Thursday, May 3, 2007

FEATI UNIVERSITY-CIVIL ENGINEERING DEPARTMENT THESIS AND RESEARCH 2007

ABSTRACT

Title : “SPRAYABLE CEMENT-BASED COMPOSITES FOR SEWER REPAIR”


Researchers : BRIAN BAILEY K. ARQUERO, VALENTINO AQUINO, MELBORNE M.
BOSTON, FELIX B. CERDA and RICHARD S. USI

Adviser : Prof. Gerard V. Paguibitan

School : FEATI University

Date : March 2007

Degree : Bachelor of Science in Civil Engineering

A sprayed-on phosphate cement coating formed from the combination and reaction of a phosphoric acid solution and a base metal solution. The acid solution and base solution may be intermixed prior to spraying, during spraying, or on a substrate. The curing reaction rate of the phosphate cement coating and its final physical properties may be controlled by adding various retardants, accelerants, reducers, wetting agents, superplasticizers, buffers, water reducers, adhesive agents, hardening agents, and/or sequestrates to the precursor solutions. The curing rate and properties of the cement coating may be further controlled by adjusting the temperature of the precursor solutions and/or the target substrate


SUMMARY OF FINDINGS
The present invention relates to a sprayable phosphate cement material with a controlled curing reaction time and viscosity. The cement composition includes a phosphoric acid component, a metallic alkali or base component, and water. The phosphoric acid component and the metallic base component are mixed with water separately to form component slurries (i.e., an acid slurry and a base slurry), and each slurry is maintained separately until the application step. The acid and base slurries may each be thought of a first and/or second precursor constituent of the phosphate cement composition. Depending upon the order of usage either could be the first or second constituent. The application step preferentially involves first coating a desired surface with the phosphoric acid mixture and then with the metallic base slurry. Alternately, the application step may involve first coating the desired surface with the base slurry and then the phosphoric acid solution, or simultaneously spraying the desired surface with the both the phosphoric acid solution and the base slurry from separate sources, wherein the acid and base components mix in transit or in situ on the desired surface.
Preferentially water, metallic base and one or more retardants, emulsifiers, deflocculates, sequestrates and/or dispersants are added to cold water and mixed in with the silica source(s) to form a slurry. Next, the liquid phosphoric acid or phosphate salts are quickly mixed into the slurry, and the slurry is then preferably immediately sprayed onto a desired target, although the use of cold precursors and strong retarders can extend the shelf-life of the mixed phosphate cement slurry such that immediate spraying is not a requirement. Alternately, with the use of strong retardant additives, dry powder phosphate salts, silica sources, and metallic oxide alkali powders can be mixed together to form a slurry having a long enough shelf-life to make spraying possible.
After the phosphoric acid and the metallic base components are mixed, the phosphate cement slurry is preferably used promptly.

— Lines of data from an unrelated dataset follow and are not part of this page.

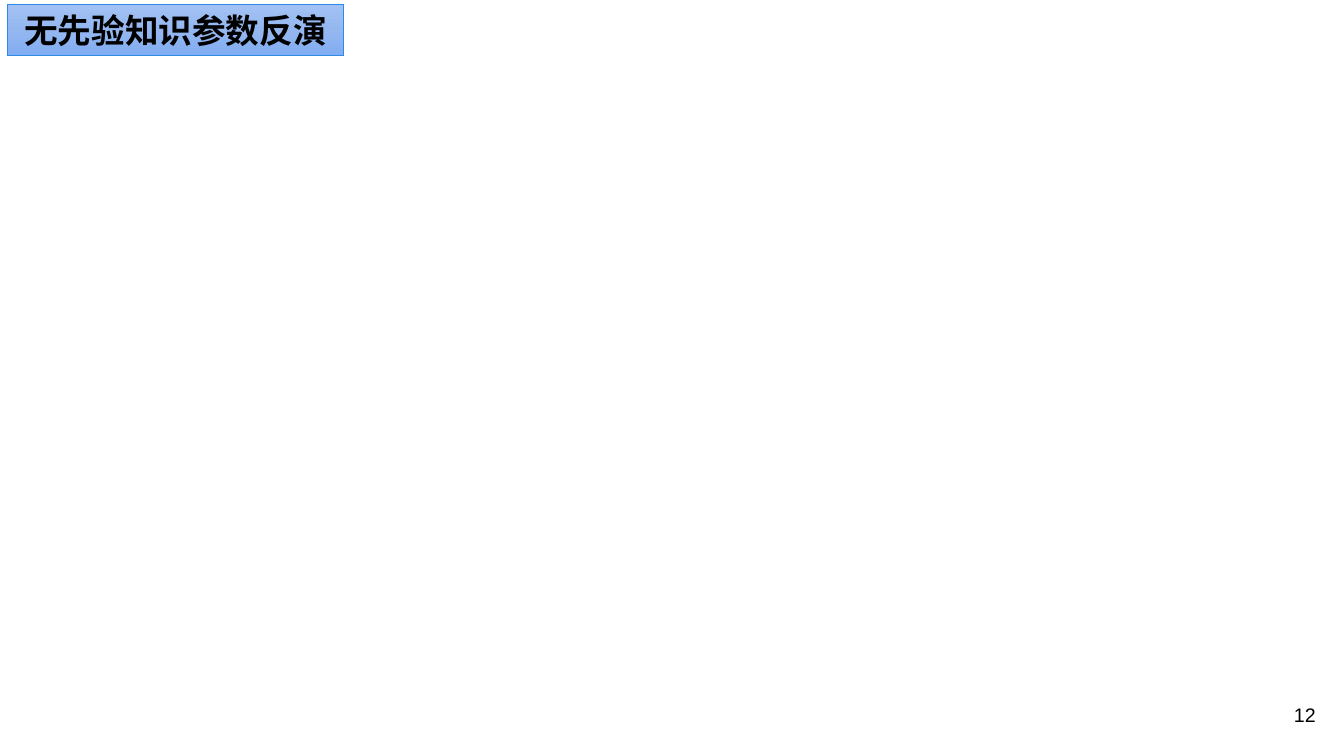
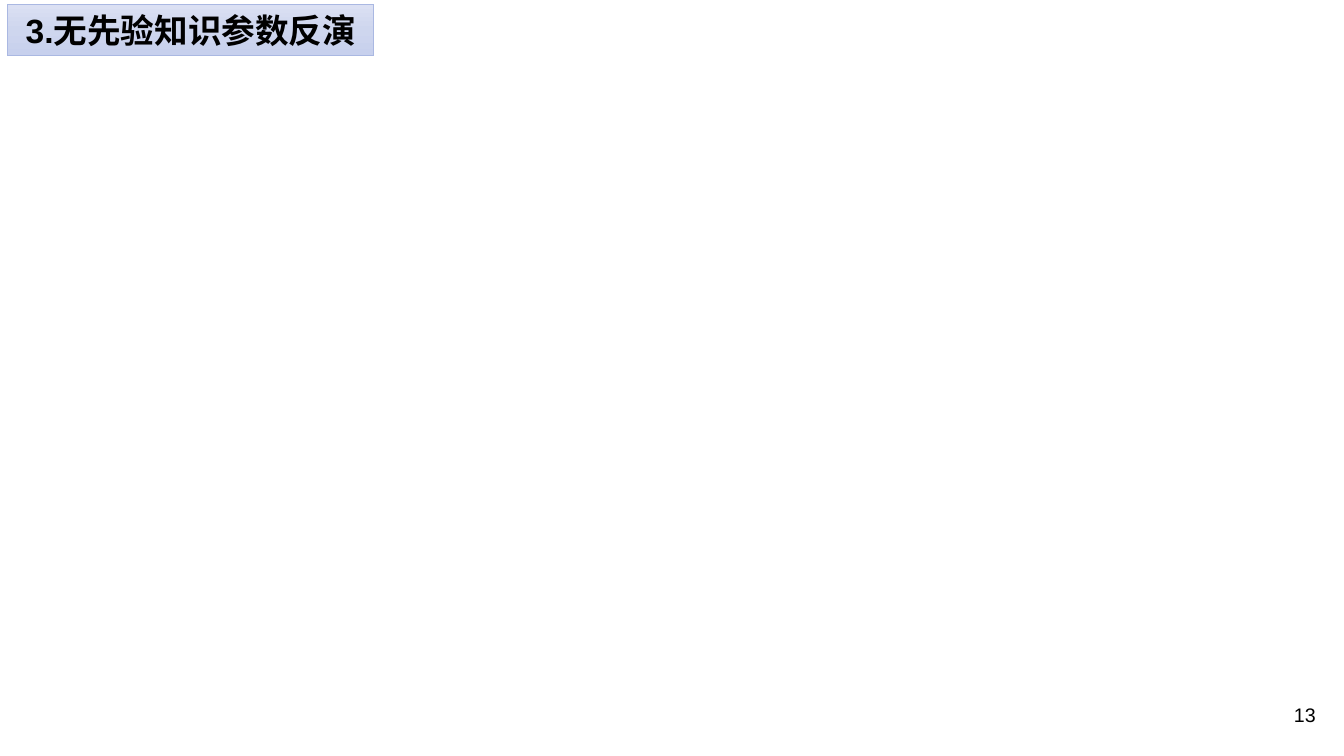
Before and after one commit to MouXuanKang/SoundFieldINN, a slide deck: slide 13 of Presentation.pptx (slide 12 before the commit). Drawn at 1344x756 pixels with LibreOffice and Linux fonts; fonts in the diff are those of the drawing; background and template pictures are left out. Boxes give left, top, right and bottom in pixels: in the first picture for what was removed or moved away, otherwise in the second. Text is boxed around its words. In the diff, an @@ line names an element or a change of style, - is before the commit and + after.

```diff
--- a/Presentation.pptx
+++ b/Presentation.pptx
@@ rectangle "3.无先验知识参数反演": place and size @@
-rectangle "3.无先验知识参数反演" at bbox=[8, 4, 344, 54]
+rectangle "3.无先验知识参数反演" at bbox=[8, 4, 374, 54]
@@ rectangle "3.无先验知识参数反演" at bbox=[8, 4, 374, 54]: fill gradient #A3C2F4 to #95B7F1 to #81ADF3 to gradient #DBE1F3 to #CED6EE to #C7D0ED; outline #2D8AE7 0.5 pt to #AAB8E2 0.5 pt @@
@@ text in rectangle at bbox=[26, 16, 356, 46]: text changed @@
-无先验知识参数反演
+3.无先验知识参数反演
@@ page number at bbox=[1294, 708, 1316, 723]: text changed @@
-12
+13
```
Also in this commit, not shown: 9 other slides changed, 1 slide added.

The individual cement components may be mixed in spray cans or any clean containers and mixed right on the job, preferably in a cool environment. Preferably, the water used in the mixture is added cold in order to retard the progression of the exothermic acid-base phosphate cement-forming reaction.
Alternately, the phosphoric acid and/or the base coat may be brushed on, with the other coat also either sprayed or brushed on. One coat of the slurry with acid and base and silica sources is usually enough to provide good coverage, although subsequent coats are easy to apply and may be applied immediately after the first coat is applied. In the preferred embodiment, the phosphoric acid coating is applied first. More preferably, the phosphoric acid coat contains a silica source admixed therein. Alternatively, the base coating is applied, preferably by spraying, such that it penetrates the existing phosphoric acid layer and allows the cementitious reaction to begin. The reaction progresses rapidly since the reactants are spread as a thin coating over a large surface area. Also, the heat generated by the reaction is dissipated quickly, again because the reaction occurs over a large area and is generated in a thinly spread film having a very high surface area to volume ratio. In an alternate embodiment, the base coat is applied first, followed by the phosphoric acid coat, thereby catalyzing the in-place base slurry.Some preferred phosphoric acid components include potassium phosphate, magnesium phosphate, sodium phosphate, aluminum phosphate, ammonium phosphate, iron phosphate, zinc phosphate and combinations thereof. By using controlled combinations of different phosphate salts, each one spiking in temperature at a different time, the overall temperature profile of the composition is controlled so as to substantially minimize the maximum temperature reached. Therefore, the controlled combination of the above-listed phosphate salts has the same effect as the addition of a temperature retarder. In addition the resultant mix of different shaped and size crystals can yield denser packing and gives a "granite effect" to a composition formed has improved fracture strength as cracks cannot as easily propagate through a composition with no
common cleavage lines. The phosphoric acid component may be either a solid (preferably a powder) or a liquid. Some preferred metallic base components include magnesium oxide, dolomite, zinc oxide, aluminum oxide, potash, calcium oxide, lithium carbonate, barium carbonate, molybdenum oxide, calcium hydroxide, aluminum hydroxide, tin oxide, nickel oxide, magnesium hydroxide, iron oxide, titanium oxide, dolomite, manganese oxide, and zirconium oxide, zirconium hydroxide and wood ash. One means of controlling the reaction rate of the cement is by controlling the temperatures of the cement components. The colder one or both of the components are kept, the slower the reaction progresses. One way of controlling the temperature of the phosphoric acid component and the metallic base component is by cooling the water used in the admixture of each. Another means of temperature control is cooling one or both of the components' containers and/or the spraying apparatus; such is in an ice bath or by refrigeration. Another means of controlling the reaction rate is to keep the surface to be sprayed cold, such as with ice or cold water or dry ice. Various combinations of these cooling techniques may be employed to obtain maximum temperature control of the reaction.
Another means of controlling the reaction rate is the use of the retarders (surfactants, retarders, dispersants, water reducers, super plasticizers, and sequestrates) in the cement-forming components. Preferably, the retarders are added to the water before it is added to the powdered phosphoric acid solution and/or the metallic base precursors (minerals, metal oxides, and the like) to form the base slurry. This approach provides that no water contacts the component materials (usually powders) without a dispersant/retarders present. Since cement-forming powders are reactive, the retarders slow the setting time by keeping them apart, eliminating or reducing rapid agglomeration and aiding to control the reaction of the cement.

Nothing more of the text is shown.